Но доза «счастья» вполне позволила ему даже улыбнуться, когда Мешток отведал жаркого, предназначенного наверх, и спросить:
— Ну как? Жирно?
— Даже хуже обычного. Попробуй, — предложил Мешток.
— Нет, спасибо. Я и так представляю. Я бы, наверное, и сам смог бы готовить гораздо лучше, хотя наверняка держал бы себя очень круто и взыскательно. Впрочем, может быть, кузен Гну и смягчил бы меня со временем…
Мешток так расхохотался, что даже подавился.
— Ой, Хью, не смей меня больше так смешить за едой! А то ты когда-нибудь убьешь меня!
— Ваш покорный слуга нижайше надеется, что этого никогда не произойдет. — Хью поковырял кусочек мяса в тарелке, отодвинул ее в сторону и съел несколько орехов.

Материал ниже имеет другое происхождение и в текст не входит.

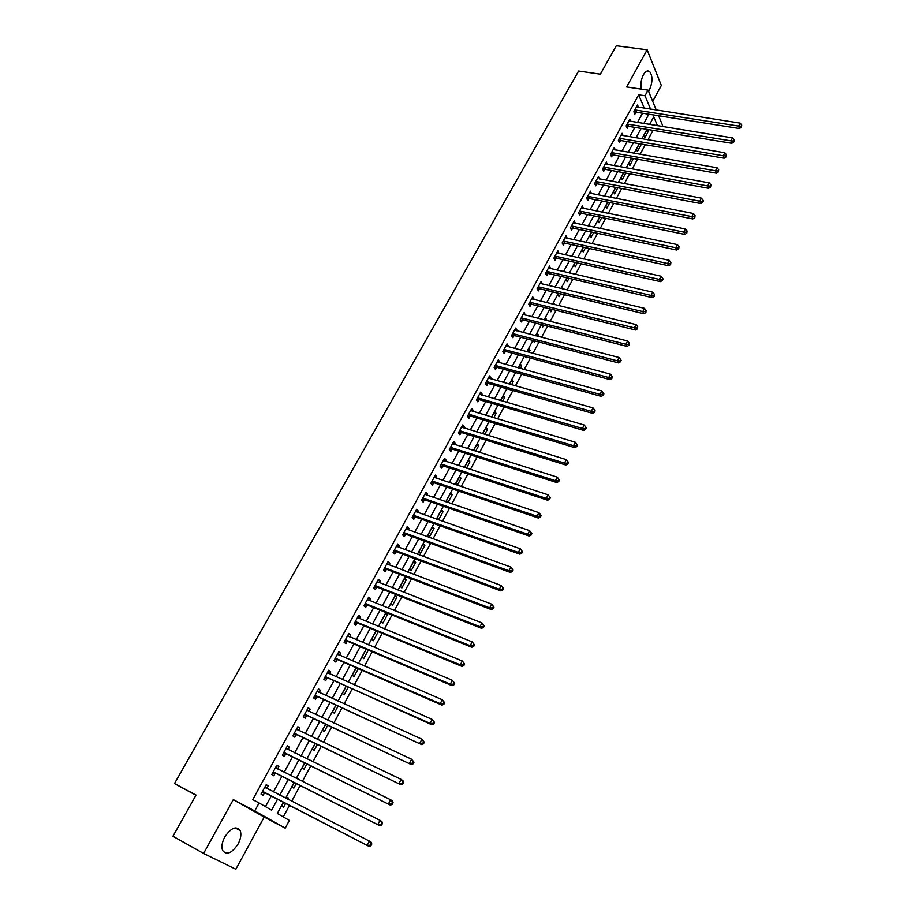 <?xml version="1.0" encoding="UTF-8"?>
<svg xmlns="http://www.w3.org/2000/svg" width="915" height="915" viewBox="0 0 915 915"><rect width="100%" height="100%" fill="white"/><g stroke="black" fill="none" stroke-linecap="round" stroke-linejoin="round"><path stroke-width="1.37" d="M238.106 843.973C240.828 838.666 241.526 834.206 240.199 830.591C236.207 825.605 231.06 827.755 224.735 837.042C222.002 842.338 221.27 846.798 222.574 850.424C226.634 855.479 231.804 853.329 238.106 843.973M648.529 91.191L649.513 89.647C652.704 82.144 652.784 76.139 649.73 71.667C647.671 70.1 645.555 71.13 643.405 74.744C641.095 79.433 640.397 84.226 641.312 89.121M283.41 802.238L277.337 813.481L289.357 820.412L285.206 828.144L254.736 810.93L259.094 802.958L271.618 810.187L277.554 799.218M195.924 795.261L174.49 783.549L196.039 795.066L172.946 836.253L203.588 853.455L235.841 869.25L264.183 817.049L285.206 828.144M652.692 101.348L661.328 85.45L647.134 49.81L626.638 86.948L648.083 90.127L656.272 110.052M658.617 115.759L662.517 125.275L661.888 126.442M283.261 816.901L289.483 805.372M291.691 801.254L300.143 785.562M302.373 781.421L310.711 765.947M312.964 761.772L321.188 746.491M323.453 742.282L331.573 727.208M333.849 722.976L341.867 708.096M344.166 703.841L352.069 689.155M354.38 684.866L362.191 670.375M364.513 666.051L372.211 651.755M374.555 647.408L382.161 633.294M384.506 628.925L392.02 614.983M394.376 610.591L401.788 596.843M404.167 592.428L411.487 578.84M413.877 574.403L421.094 560.998M423.496 556.537L430.622 543.316M433.035 538.821L440.069 525.77M442.494 521.264L449.437 508.374M451.884 503.845L458.735 491.115M461.183 486.563L467.942 474.004M470.413 469.429L477.092 457.031M479.563 452.445L486.151 440.207M488.633 435.597L495.141 423.508M497.634 418.876L504.062 406.958M506.567 402.303L512.903 390.533M515.419 385.867L521.687 374.235M524.203 369.557L530.391 358.074M532.919 353.373L539.026 342.05M541.566 337.326L547.582 326.14M550.132 321.405L556.08 310.368M558.642 305.61L564.521 294.71M567.083 289.941L572.882 279.178M575.455 274.397L581.174 263.772M583.759 258.979L589.409 248.491M592.005 243.676L597.587 233.314M600.183 228.487L605.684 218.262M608.292 213.424L613.736 203.336M616.344 198.475L621.72 188.513M624.339 183.641L629.634 173.804M632.265 168.92L637.492 159.21M640.134 154.315L645.292 144.73M647.934 139.823L653.036 130.353M174.49 783.549L578.612 71.038L600.354 74.172L616.298 45.75L647.134 49.81M651.24 124.715L650.485 122.907M647.134 129.381L643.954 135.26L644.949 137.559L648.541 130.914L647.946 129.518M639.391 143.724L636.417 149.214L637.423 151.49L641.049 144.787L640.672 143.941M631.579 158.169L628.822 163.27L629.852 165.524L633.363 158.478M623.721 172.718L621.182 177.419L622.223 179.672L625.769 173.095M615.795 187.381L613.473 191.692L614.537 193.911L617.842 187.781M607.812 202.169L605.707 206.058L606.794 208.265L609.859 202.57M599.76 217.061L597.884 220.538L598.982 222.722L601.818 217.473M591.65 232.067L590.003 235.121L591.124 237.282L593.709 232.502M583.484 247.199L582.066 249.818L583.21 251.957L585.531 247.645M575.249 262.433L574.06 264.629L575.226 266.745L577.296 262.902M570.354 273.219L569.873 272.373L569.519 273.036M566.945 277.805L565.996 279.555L567.186 281.648L569.004 278.286M562.668 288.9L561.787 287.356L561.147 288.534M558.573 293.292L557.875 294.584L559.076 296.666L560.632 293.784M554.764 304.661L553.621 302.453L552.706 304.157M550.144 308.893L549.686 309.739L550.91 311.786L552.202 309.407M546.255 320.422L546.644 319.701L545.409 317.665L544.196 319.907M541.646 324.631L542.687 327.032L543.704 325.157M537.677 336.32L538.386 335.004L537.128 332.991L535.618 335.782M533.205 340.517L534.394 342.404L535.138 341.021M529.03 352.332L530.06 350.434L528.779 348.443L526.971 351.783M525.267 356.69L526.034 357.879L526.502 357.022M520.315 368.482L521.664 365.977L520.361 364.01L518.256 367.91M511.531 384.757L513.212 381.647L511.885 379.702L509.472 384.174M502.678 401.17L504.691 397.43L503.341 395.52L500.619 400.564M493.745 417.709L496.102 413.351L494.729 411.453L491.687 417.091M484.744 434.396L487.443 429.387L486.048 427.522L482.685 433.756M475.674 451.209L478.728 445.548L477.298 443.706L473.604 450.557M466.513 468.16L469.933 461.846L468.48 460.028L464.454 467.485M457.294 485.259L461.069 478.271L459.593 476.486L455.498 484.664M447.984 502.495L452.124 494.821L450.638 493.071L446.314 501.077L447.355 502.278M441.602 509.781L437.244 517.856L438.777 519.571L443.123 511.508L441.602 509.781M432.498 526.64L428.106 534.772L429.661 536.465L434.042 528.332L432.498 526.64M423.313 543.624L418.887 551.837L420.465 553.484L424.892 545.294L423.313 543.624M414.06 560.758L409.6 569.027L411.201 570.651L415.662 562.393L414.06 560.758M404.739 578.028L400.232 586.366L401.868 587.956L406.351 579.63L404.739 578.028M395.326 595.436L390.785 603.843L392.444 605.41L396.973 597.015L395.326 595.436M385.844 612.993L381.258 621.468L382.95 623.001L387.514 614.537L385.844 612.993M376.214 630.824L371.662 639.242L373.377 640.74L377.987 632.208L376.603 630.984M366.263 649.215L361.974 657.164L363.724 658.628L368.333 650.096M356.244 667.778L352.206 675.236L353.991 676.665L358.303 668.671M346.122 686.502L342.37 693.456L344.177 694.851L348.18 687.417M335.919 705.385L332.442 711.836L334.272 713.197L337.978 706.323M325.637 724.428L322.423 730.364L324.287 731.691L327.696 725.389M315.252 743.643L312.324 749.065L314.222 750.346L317.311 744.627M304.775 763.03L302.144 767.914L304.066 769.16L306.834 764.036M298.496 779.477L296.803 777.773L296.449 778.448M294.218 782.577L291.862 786.923L293.829 788.135L296.266 783.617M287.825 799.264L288.465 798.063L286.486 796.874L285.766 798.212M283.558 802.306L281.5 806.104L283.501 807.27L285.606 803.37M644.297 108.187L638.67 94.794L252.734 799.641L259.094 802.958M265.453 806.63L271.252 795.97M273.459 791.898L281.9 776.377M284.13 772.283L292.457 756.968M294.699 752.839L302.922 737.719M305.187 733.567L313.296 718.641M315.572 714.455L323.578 699.735M325.877 695.514L333.781 680.989M336.091 676.745L343.891 662.391M346.213 658.125L353.911 643.966M356.244 639.665L363.85 625.688M366.194 621.376L373.697 607.571M376.065 603.225L383.476 589.615M385.844 585.234L393.164 571.795M395.554 567.403L402.772 554.135M405.173 549.709L412.299 536.613M414.712 532.175L421.746 519.24M424.171 514.779L431.114 502.015M433.55 497.52L440.401 484.927M442.86 480.421L449.62 467.977M452.079 463.447L458.758 451.164M461.24 446.623L467.828 434.499M470.31 429.924L476.818 417.961M479.323 413.374L485.739 401.559M488.244 396.95L494.592 385.284M497.108 380.663L503.376 369.145M505.892 364.502L512.08 353.121M514.619 348.466L520.715 337.235M523.266 332.568L529.293 321.474M531.844 316.784L537.791 305.839M540.353 301.126L546.232 290.329M548.806 285.606L554.604 274.935M557.178 270.188L562.908 259.666M565.493 254.908L571.154 244.511M573.751 239.73L579.332 229.471M581.929 224.678L587.441 214.545M590.049 209.752L595.493 199.733M598.113 194.929L603.488 185.047M606.119 180.221L611.426 170.464M614.057 165.626L619.295 155.985M621.926 151.135L627.107 141.619M629.749 136.758L634.85 127.368M637.503 122.496L642.547 113.22M638.51 107.284L637.538 105.008L633.855 111.756L634.884 114.146L635.879 112.316M630.858 121.409L629.84 119.099L626.123 125.893L627.175 128.272L628.182 126.43M623.138 135.649L622.086 133.293L618.346 140.144L619.409 142.5L620.427 140.636M615.326 149.98L614.274 147.589L610.499 154.498L611.586 156.831L612.604 154.955M607.446 164.425L606.393 162.001L602.596 168.966L603.706 171.277L604.735 169.389M599.508 178.974L598.467 176.526L594.636 183.538L595.757 185.825L596.797 183.926M591.502 193.637L590.472 191.155L586.606 198.223L587.762 200.499L588.803 198.578M583.438 208.414L582.409 205.909L578.52 213.023L579.698 215.277L580.75 213.344M575.306 223.306L574.3 220.767L570.377 227.938L571.566 230.168L572.63 228.224M567.128 238.312L566.111 235.738L562.165 242.967L563.377 245.174L564.452 243.207M558.871 253.432L557.875 250.824L553.895 258.11L555.119 260.295L556.206 258.316M550.556 268.667L549.56 266.036L545.546 273.379L546.804 275.529L547.891 273.539M542.172 284.027L541.188 281.363L537.151 288.763L538.42 290.89L539.518 288.888M533.72 299.502L532.747 296.803L528.676 304.26L529.979 306.376L531.077 304.352M525.21 315.115L524.238 312.37L520.132 319.895L521.459 321.977L522.568 319.941M516.632 330.83L517.009 330.143L515.671 328.062L511.531 335.645L512.88 337.704L514.001 335.656M507.974 346.682L508.385 345.939L507.024 343.88L502.861 351.52L504.222 353.556L505.354 351.486M499.258 362.66L499.704 361.848L498.32 359.824L494.111 367.521L495.507 369.534L496.651 367.453M490.463 378.776L490.943 377.895L489.536 375.893L485.293 383.66L486.711 385.638L487.867 383.534M481.61 395.006L482.113 394.068L480.684 392.1L476.418 399.912L477.859 401.879L479.014 399.752M472.678 411.373L473.227 410.366L471.763 408.422L467.462 416.314L468.926 418.247L470.093 416.108M463.665 427.877L464.248 426.802L462.773 424.892L458.426 432.841L459.925 434.739L461.091 432.589M454.595 444.507L455.213 443.375L453.703 441.488L449.322 449.505L450.843 451.381L452.033 449.208M445.433 461.274L446.097 460.085L444.564 458.221L440.149 466.295L441.693 468.148L442.883 465.952M436.215 478.19L436.901 476.921L435.346 475.091L430.896 483.234L432.463 485.053L433.664 482.846M426.905 495.232L427.637 493.906L426.047 492.098L421.563 500.311L423.165 502.106L424.377 499.876M417.526 512.423L418.292 511.016L416.68 509.243L412.15 517.535L413.786 519.285L415.01 517.044M408.067 529.762L408.868 528.287L407.232 526.537L402.669 534.898L404.327 536.625L405.562 534.36M398.528 547.239L399.375 545.695L397.705 543.979L393.107 552.397L394.788 554.101L396.035 551.814M388.909 564.864L389.79 563.24L388.097 561.558L383.454 570.056L385.169 571.715L386.427 569.416M379.21 582.638L380.137 580.945L378.41 579.298L373.732 587.853L375.47 589.489L376.74 587.167M369.431 600.56L370.392 598.787L368.642 597.175L363.918 605.81L365.691 607.411L366.972 605.067M359.561 618.632L360.567 616.79L358.783 615.212L354.025 623.916L355.832 625.483L357.113 623.115M349.61 636.863L350.662 634.941L348.855 633.397L344.051 642.181L345.881 643.702L347.185 641.324M339.579 655.254L340.677 653.241L338.836 651.732L333.986 660.596L335.851 662.094L337.155 659.692M329.457 673.795L330.601 671.713L328.725 670.238L323.841 679.17L325.729 680.634L327.055 678.209M319.255 692.506L320.433 690.333L318.523 688.892L313.605 697.905L315.526 699.335L316.853 696.887M308.95 711.367L310.185 709.114L308.241 707.718L303.277 716.811L305.233 718.195L306.571 715.724M298.565 730.399L299.846 728.065L297.867 726.704L292.857 735.877L294.847 737.216L296.208 734.734M288.088 749.602L289.414 747.178L287.413 745.851L282.358 755.104L284.371 756.419L285.743 753.903M277.519 768.977L278.892 766.461L276.856 765.18L271.755 774.513L273.802 775.771L275.186 773.244M266.883 788.456L268.278 785.916L266.208 784.67L261.061 794.083L263.143 795.307L264.538 792.756M264.183 817.049L233.302 799.63L203.588 853.455M233.302 799.63L254.736 810.93M638.67 94.794L645.018 95.755L648.083 90.127M657.462 125.721L653.768 116.823L649.639 124.463M646.996 129.358L641.895 138.805M639.253 143.701L634.084 153.263M631.442 158.135L626.215 167.822M623.584 172.695L618.277 182.508M615.658 187.358L610.282 197.297M607.674 202.135L602.23 212.2M599.622 217.027L594.11 227.229M591.513 232.044L585.932 242.361M583.347 247.164L577.685 257.618M575.1 262.411L569.382 273.002M566.808 277.771L561.009 288.5M558.436 293.257L552.568 304.123M550.006 308.858L544.059 319.873M541.508 324.596L535.481 335.748M532.942 340.449L526.834 351.737M524.295 356.427L518.119 367.876M515.591 372.542L509.335 384.128M506.819 388.784L500.471 400.518M497.966 405.162L491.549 417.046M489.056 421.666L482.548 433.71M480.055 438.308L473.467 450.512M470.996 455.087L464.317 467.439M461.858 472.003L455.087 484.527M452.639 489.056L445.788 501.74M443.34 506.258L436.398 519.102M433.973 523.597L426.939 536.613M424.526 541.085L417.4 554.273M414.998 558.722L407.781 572.081M405.391 576.496L398.082 590.038M395.703 594.43L388.292 608.143M385.924 612.524L378.421 626.409M376.065 630.767L368.471 644.835M366.126 649.158L358.428 663.421M356.095 667.721L348.295 682.167M345.984 686.433L338.081 701.073M335.782 705.316L327.776 720.139M325.488 724.36L317.379 739.389M315.115 743.575L306.891 758.798M304.638 762.961L296.3 778.379M294.07 782.508L285.629 798.143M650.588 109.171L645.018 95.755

Вечером он засиделся в кабинете допоздна. Киска уже спала, а он все еще составлял письмо. Ситуация требовала немедленного тайного извещения Барбары, а сделать это было возможно только через Киску. Задача заключалась в том, чтобы Барбара разобрала зашифрованное сообщение. Та причудливая смесь, которой он воспользовался в прошлый раз, на этот раз не годилась — он должен был передать ей подробные инструкции.
«МИЛАЯ!
Если бы ты была со мной, то мы могли бы поболтать немного о литературе. Ты, конечно, понимаешь, что я имею в виду, например, творчество Эдгара Аллана По. Можешь, так вспомни, что я всегда считал его единственным автором таинственных историй. Прочитать и перечитать его — сущее удовольствие уже потому, что с одного раза его не раскусишь. Ответь, например, попробуй на все вопросы, встающие по ходу дела в его „Золотом жуке“, „Убийстве на улице Морг“ или в „Пропавшем письме“ и т. д. Таким же образом, то есть по нескольку раз, следует перечитывать почти всего По. Способом, который один только и может раскрыть читателю окончательно все потаенные оттенки мыслей писателя, является более чем внимательное чтение каждой его фразы с самого первого слова, а не вскользь. Конец нашего разговора об этом действительно великом человеке мог бы отложиться на неопределенное время, но уже поздно, поэтому приходится прервать его; в следующий раз предлагаю обменяться мнениями о творчестве Марка Твена…
С ЛЮБОВЬЮ…».
Поскольку Хью никогда раньше не обсуждал с Барбарой творчество Эдгара Аллана По, он был совершенно уверен, что она начнет искать в письме скрытое сообщение. Вопрос был в том, сможет она его обнаружить или нет — тайное послание должно было читаться так:
ЕСЛИ
ТЫ
МОЖЕШЬ
ПРОЧЕСТЬ
ЭТО
ОТВЕТЬ
ТАКИМ
ЖЕ
СПОСОБОМ
КОНЕЦ
Прежде всего он избавился от черновиков, а затем приготовился сделать кое-что гораздо более рискованное. Теперь он готов был променять свое ночное блаженство на обыкновенный фонарик или даже на обычную свечку, Дело в том, что освещались дворцовые помещения при помощи сфер, расположенных в верхних углах комнат. Хью понятия не имел, что они собой представляют, так далеки они были от всех известных ему видов освещения. Они совершенно не нагревались, похоже, не нуждались в проводке и регулировались небольшими рычажками.
Такой же светильник, размером с мяч для гольфа, был вмонтирован в его читающее устройство. Регулировался он вращением, каким-то образом поляризуясь.